Life in the country is fine and Dandy - Metro US

Life in the country is fine and Dandy

Courtney Taylor-Taylor is having a good day. The Dandy Warhols singer, guitarist and bon vivant just hung up the phone with AT&T after securing a deal that’ll save him big bucks. As he lives in a small town in Washington, right by the Columbia River, his long distance bill gets substantial. Still, it’s worth it to live among some of the most spectacular landscape a glacier ever created.

“It’s just epic. Giant cataclysmic events tend to result in what we call beautiful landscapes. It’s very beautiful where I live,” says Taylor-Taylor. He sounds like a man at peace.

The Dandy Warhols broke out of Portland, Ore., in 1995 and Taylor-Taylor (formerly just one Taylor before he whimsically expanded his name) retains his old house there.

“Cities have such an emotional cost. I like small-town life, it’s just free.”

What with the band’s still-sizable schedule of city-trekking touring though, Taylor-Taylor has the best of both worlds.

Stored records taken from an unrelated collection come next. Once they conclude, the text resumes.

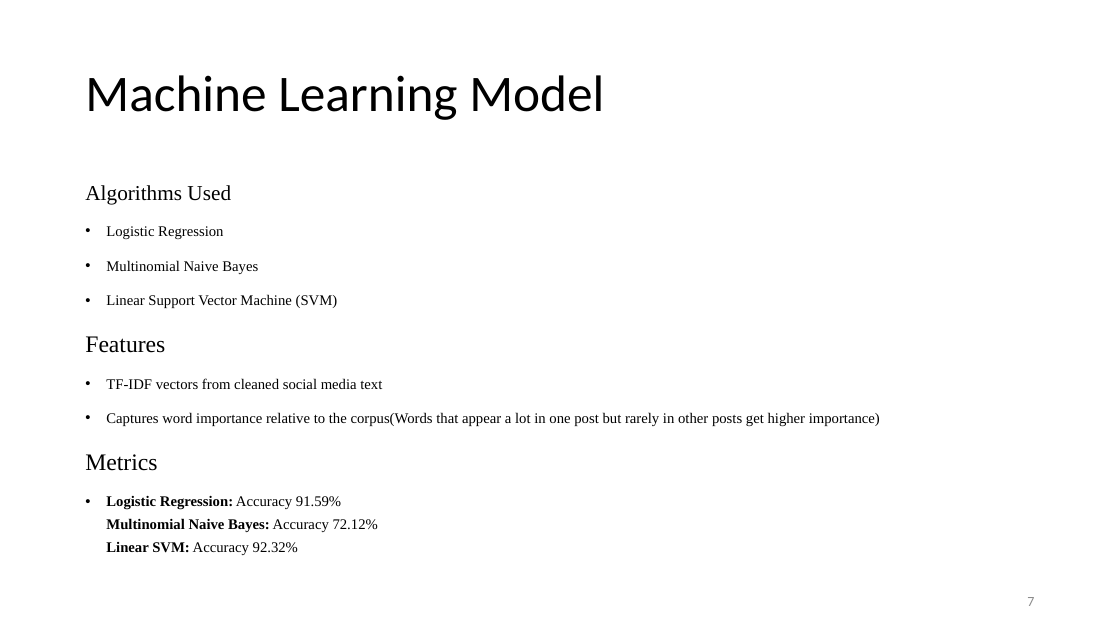
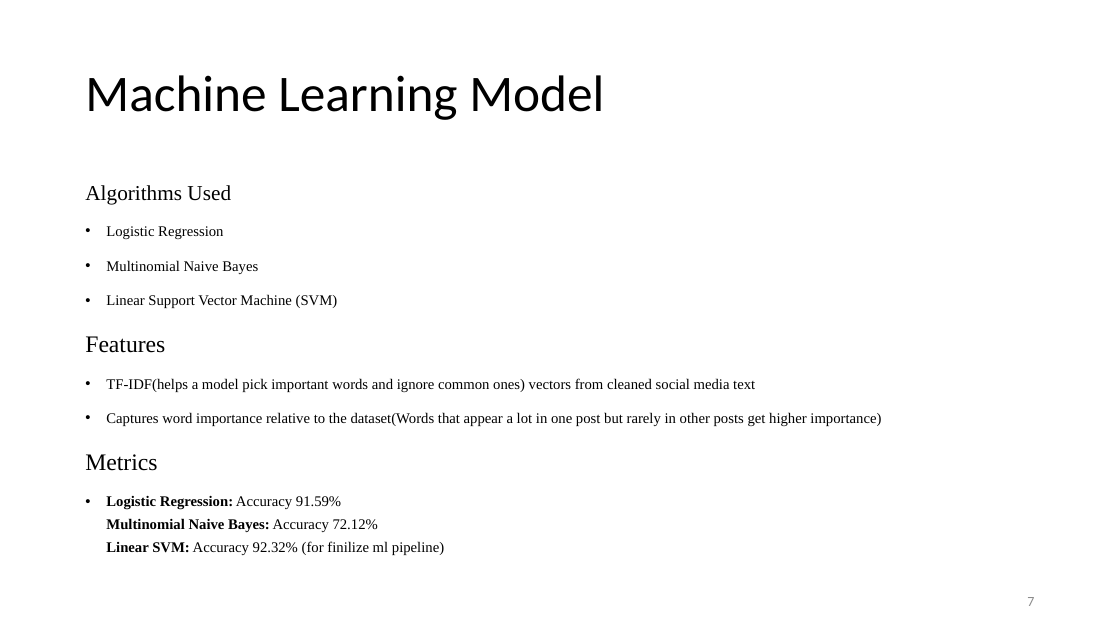
Before and after one commit to sol1927/ml, a slide deck: slide 8 of SOCIAL MEDIA SENTIMENT.pptx. Drawn at 1120x630 pixels with LibreOffice and Linux fonts; fonts in the diff are those of the drawing. Boxes give left, top, right and bottom in pixels: in the first picture for what was removed or moved away, otherwise in the second. Text is boxed around its words. In the diff, an @@ line names an element or a change of style, - is before the commit and + after.

Commit message:
Add corrected ML model evaluation and final streamlit script

```diff
--- a/SOCIAL MEDIA SENTIMENT.pptx
+++ b/SOCIAL MEDIA SENTIMENT.pptx
@@ text at (106,378,881,426): text changed @@
-• TF-IDF vectors from cleaned social media text
-• Captures word importance relative to the corpus(Words that appear a lot in one post but rarely in other posts get higher importance)
+• TF-IDF(helps a model pick important words and ignore common ones) vectors from cleaned social media text
+• Captures word importance relative to the dataset(Words that appear a lot in one post but rarely in other posts get higher importance)
@@ text at (106,496,444,555): text changed; bold off @@
-• Logistic Regression: Accuracy 91.59%
-  Multinomial Naive Bayes: Accuracy 72.12%
-  Linear SVM: Accuracy 92.32%
+• Logistic Regression: Accuracy 91.59%
+  Multinomial Naive Bayes: Accuracy 72.12%
+  Linear SVM: Accuracy 92.32% (for finilize ml pipeline)
```
Also in this commit, not shown: 4 other slides changed, 9 other files.

“Touring is this other thing, it’s pretty crazy. For me, the country is where you really can relax. Later, I’m going to walk down to hardware store to pick up some outlets, it’s about 60 yards away. Then I’m gonna get a couple of steaks from the market. I’ll open a nice Bordeaux from the ‘90s. That’ll be my day. And,” he adds in a tone of grand accomplishment, “that was the day before and the day before.”

The Warhols get a best-of

The title of The Dandy’s latest album says much: Issued by their former major label, “The Dandy Warhols Collection: The Capitol Years: 1995-2007” collects material from the band’s four Capitol Records releases and adds the new song, “This Is The Tide,” as well as two tracks from their 2009’s “The Dandy Warhols Are Sound” — forming a catch-up retrospective that romps through the band’s fabulous, fun, Velvet Underground-influenced, shoegaze-y psych-pop.